Kihikihi had a population of 3,456 in the 2023 New Zealand census, an increase of 702 people (25.5%) since the 2018 census, and an increase of 1,047 people (43.5%) since the 2013 census. There were 1,698 males, 1,749 females, and 9 people of other genders in 1,212 dwellings. 2.9% of people identified as LGBTIQ+. The median age was 34.2 years (compared with 38.1 years nationally). There were 777 people (22.5%) aged under 15 years, 690 (20.0%) aged 15 to 29, 1,494 (43.2%) aged 30 to 64, and 498 (14.4%) aged 65 or older.

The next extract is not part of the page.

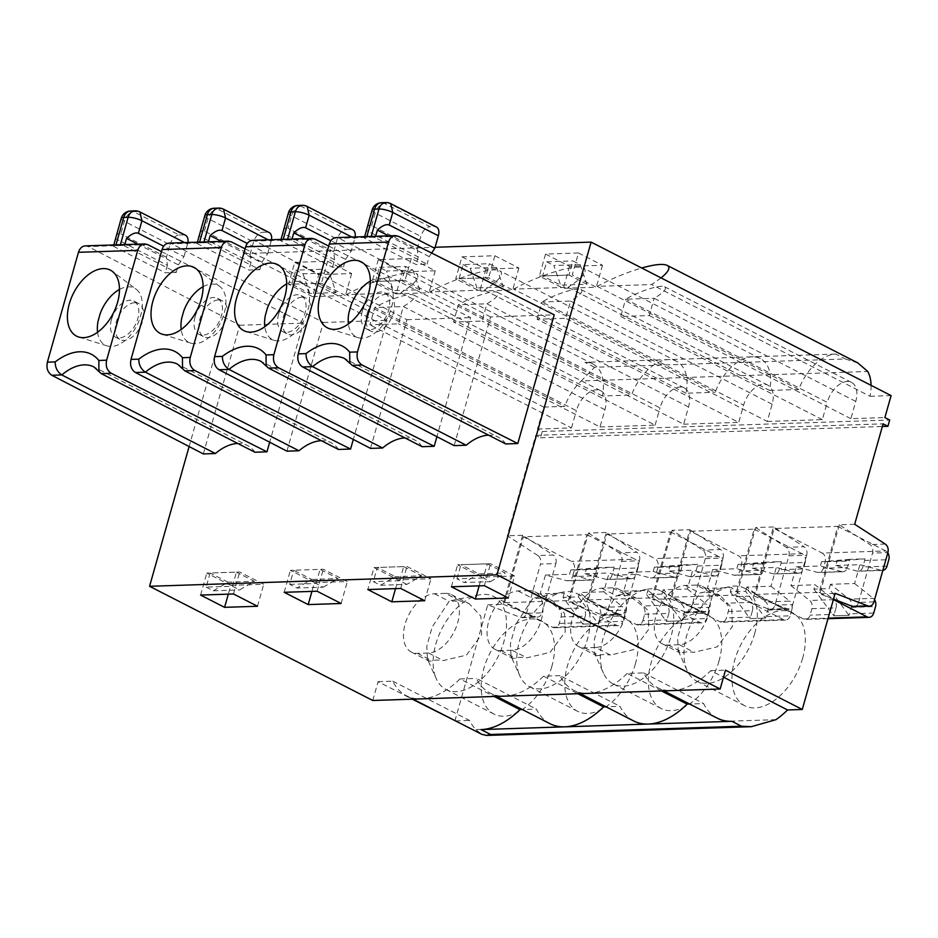 <?xml version="1.0" encoding="UTF-8"?>
<svg xmlns="http://www.w3.org/2000/svg" width="938" height="938" viewBox="0 0 938 938"><rect width="100%" height="100%" fill="white"/><g stroke="black" fill="none" stroke-linecap="round" stroke-linejoin="round"><path stroke-width="0.7" stroke-dasharray="4.69 3.52" d="M232.448 586.25L236.446 572.133L210.112 573.001L206.114 587.118L232.448 586.25L239.624 589.932L254.421 581.326L236.446 572.133M563.046 597.389L564.254 593.086L582.99 607.965L558.849 608.762A6.742 5.112 -91.9 0 1 561.065 616.97L559.236 623.442A6.742 5.112 -91.9 0 1 554.651 627.721A6.742 5.112 -91.9 0 1 552.658 627.264L504.656 602.7L568.299 600.601L616.301 625.154A6.742 5.112 88.1 0 0 618.294 625.623A6.742 5.112 88.1 0 0 622.879 621.331L598.737 622.129A6.742 5.112 -91.9 0 1 598.139 623.629L578.406 596.885L563.046 597.389L582.779 624.133A6.742 5.112 88.1 0 0 583.377 622.644L559.236 623.442M561.065 616.97L585.206 616.172L583.377 622.644M585.206 616.172A6.742 5.112 88.1 0 0 582.99 607.965M223.561 209.209L267.224 232.108L262.828 232.261L217.241 208.928L221.626 208.787A10.119 7.68 -91.9 0 0 218.624 208.095M286.7 283.909A32.021 19.229 117.1 0 1 303.326 283.639A32.021 19.229 117.1 0 1 308.766 306.89L306.761 313.949A32.021 19.229 117.1 0 1 274.306 340.365A32.021 19.229 117.1 0 1 264.797 326.717M278.692 313.996A20.226 12.147 117.1 0 1 301.075 295.552A20.226 12.147 117.1 0 1 305.565 310.9A20.226 12.147 117.1 0 1 282.643 331.56A20.226 12.147 117.1 0 1 278.692 313.996M203.089 286.676A32.021 19.229 117.1 0 1 219.715 286.395A32.021 19.229 117.1 0 1 225.143 309.657L223.15 316.704A32.021 19.229 117.1 0 1 190.695 343.12A32.021 19.229 117.1 0 1 181.186 329.484M195.081 316.751A20.226 12.147 117.1 0 1 217.464 298.307A20.226 12.147 117.1 0 1 221.954 313.655A20.226 12.147 117.1 0 1 199.032 334.327A20.226 12.147 117.1 0 1 195.081 316.751M598.761 567.631L570.796 569.976L586.156 569.472L584.949 573.763L606.288 579.391A6.742 5.112 88.1 0 0 607.425 579.52A6.742 5.112 88.1 0 0 611.998 575.24L613.827 568.78A6.742 5.112 88.1 0 0 614.12 567.127L598.761 567.631A6.742 5.112 -91.9 0 1 598.467 569.284L596.638 575.756L572.497 576.553A6.742 5.112 -91.9 0 1 567.924 580.833A6.742 5.112 -91.9 0 1 566.787 580.704L545.447 575.076L540.124 593.883L564.254 593.086M606.288 579.391L630.43 578.594A6.742 5.112 88.1 0 0 631.567 578.723A6.742 5.112 88.1 0 0 636.14 574.443L611.998 575.24M372.761 700.487L378.084 681.656L412.345 699.185M454.895 720.947L487.748 604.822L520.391 617.38L535.762 616.864A6.742 5.112 88.1 0 0 537.333 617.134A6.742 5.112 88.1 0 0 541.906 612.854L526.546 613.358A6.742 5.112 -91.9 0 1 521.974 617.65A6.742 5.112 -91.9 0 1 520.391 617.38M526.546 613.358L540.499 564.055L555.859 563.55L541.906 612.854M487.748 604.822L503.12 604.307L522.654 535.258L553.244 555.05L537.884 555.554A6.742 5.112 -91.9 0 1 540.499 564.055M537.884 555.554L507.294 535.762L535.715 435.326L540.511 437.776L542.293 431.503L537.486 429.053L543.712 407.08L243.704 253.588L189.113 446.547M765.983 562.108L738.018 564.453L753.39 563.937L752.17 568.24L773.51 573.868A6.742 5.112 88.1 0 0 774.647 573.997A6.742 5.112 88.1 0 0 779.22 569.718L781.049 563.246A6.742 5.112 88.1 0 0 781.342 561.604L765.983 562.108A6.742 5.112 -91.9 0 1 765.689 563.761L763.86 570.222L739.719 571.019A6.742 5.112 -91.9 0 1 735.146 575.299A6.742 5.112 -91.9 0 1 734.008 575.17L712.669 569.542L707.346 588.361L731.488 587.563L750.212 602.431L726.071 603.228A6.742 5.112 -91.9 0 1 728.287 611.447L726.458 617.908A6.742 5.112 -91.9 0 1 721.873 622.199A6.742 5.112 -91.9 0 1 719.88 621.73L671.878 597.178L735.521 595.079L754.175 529.161L690.532 531.26L738.534 555.824A6.742 5.112 -91.9 0 1 741.559 564.559L739.719 571.019M773.51 573.868L797.652 573.071A6.742 5.112 88.1 0 0 798.789 573.2A6.742 5.112 88.1 0 0 803.362 568.92L779.22 569.718M633.701 720.97A75.849 45.54 117.1 0 1 620.018 706.337L606.018 706.806M754.668 633.596A52.258 31.376 -62.9 0 0 744.455 588.196A52.258 31.376 -62.9 0 0 729.999 586.602A52.258 31.376 -62.9 0 0 692.725 620.428A52.258 31.376 -62.9 0 0 687.108 670.447A52.258 31.376 -62.9 0 0 696.864 681.234A52.258 31.376 -62.9 0 0 754.668 633.596M696.184 585.078L685.209 585.429A32.021 19.229 -62.9 0 0 657.538 611.166A32.021 19.229 -62.9 0 0 662.181 643.761A32.021 19.229 -62.9 0 0 668.337 645.074L679.311 644.711A32.021 19.229 -62.9 0 0 706.971 618.974A32.021 19.229 -62.9 0 0 702.328 586.379A32.021 19.229 -62.9 0 0 696.184 585.078L710.981 592.64L720.138 595.489L731.71 607.906L732.437 626.408L717.289 646.833L694.108 652.285L687.284 651.781L679.991 652.871L678.244 650.784L677.646 638.039L682.981 618.752L700.018 593.004L729.999 586.602M710.981 592.64L701.812 592.394M454.156 445.632L490.574 316.95L554.217 314.84M490.574 316.95L339.064 238.287L336.109 237.595M375.247 237.619A10.119 2.556 15.8 0 0 370.991 237.244L366.606 237.384A10.119 2.556 -164.2 0 0 364.272 237.982L416.109 264.504L427.083 264.141L375.247 237.619L375.622 236.294M855.749 401.429L654.149 298.284C663.67 292.55 667.176 288.728 664.667 286.817C660.739 284.284 639.353 291.085 625.623 299.222L654.149 298.284L649.272 315.543L620.733 316.493L625.623 299.222L827.222 402.367A21.914 13.155 117.1 0 1 851.47 382.387A21.914 13.155 117.1 0 1 855.749 401.429L850.872 418.688L884.886 417.562M717.312 718.203A75.849 45.54 117.1 0 1 703.629 703.582L689.629 704.039M661.419 690.954L627.159 673.425L643.632 672.886A75.849 45.54 -62.9 0 0 657.315 687.507A75.849 45.54 -62.9 0 0 671.878 690.603A75.849 45.54 117.1 0 0 710.77 670.658L723.503 677.177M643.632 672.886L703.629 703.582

People could identify as more than one ethnicity. The results were 79.3% European (Pākehā); 30.1% Māori; 3.6% Pasifika; 5.2% Asian; 0.5% Middle Eastern, Latin American and African New Zealanders (MELAA); and 2.0% other, which includes people giving their ethnicity as "New Zealander". English was spoken by 95.8%, Māori by 6.9%, Samoan by 0.3%, and other languages by 6.9%. No language could be spoken by 2.9% (e.g. too young to talk). New Zealand Sign Language was known by 0.5%. The percentage of people born overseas was 15.4, compared with 28.8% nationally.

Religious affiliations were 26.2% Christian, 1.5% Hindu, 0.1% Islam, 2.1% Māori religious beliefs, 0.7% Buddhist, 0.5% New Age, 0.1% Jewish, and 1.1% other religions. People who answered that they had no religion were 60.4%, and 7.4% of people did not answer the census question.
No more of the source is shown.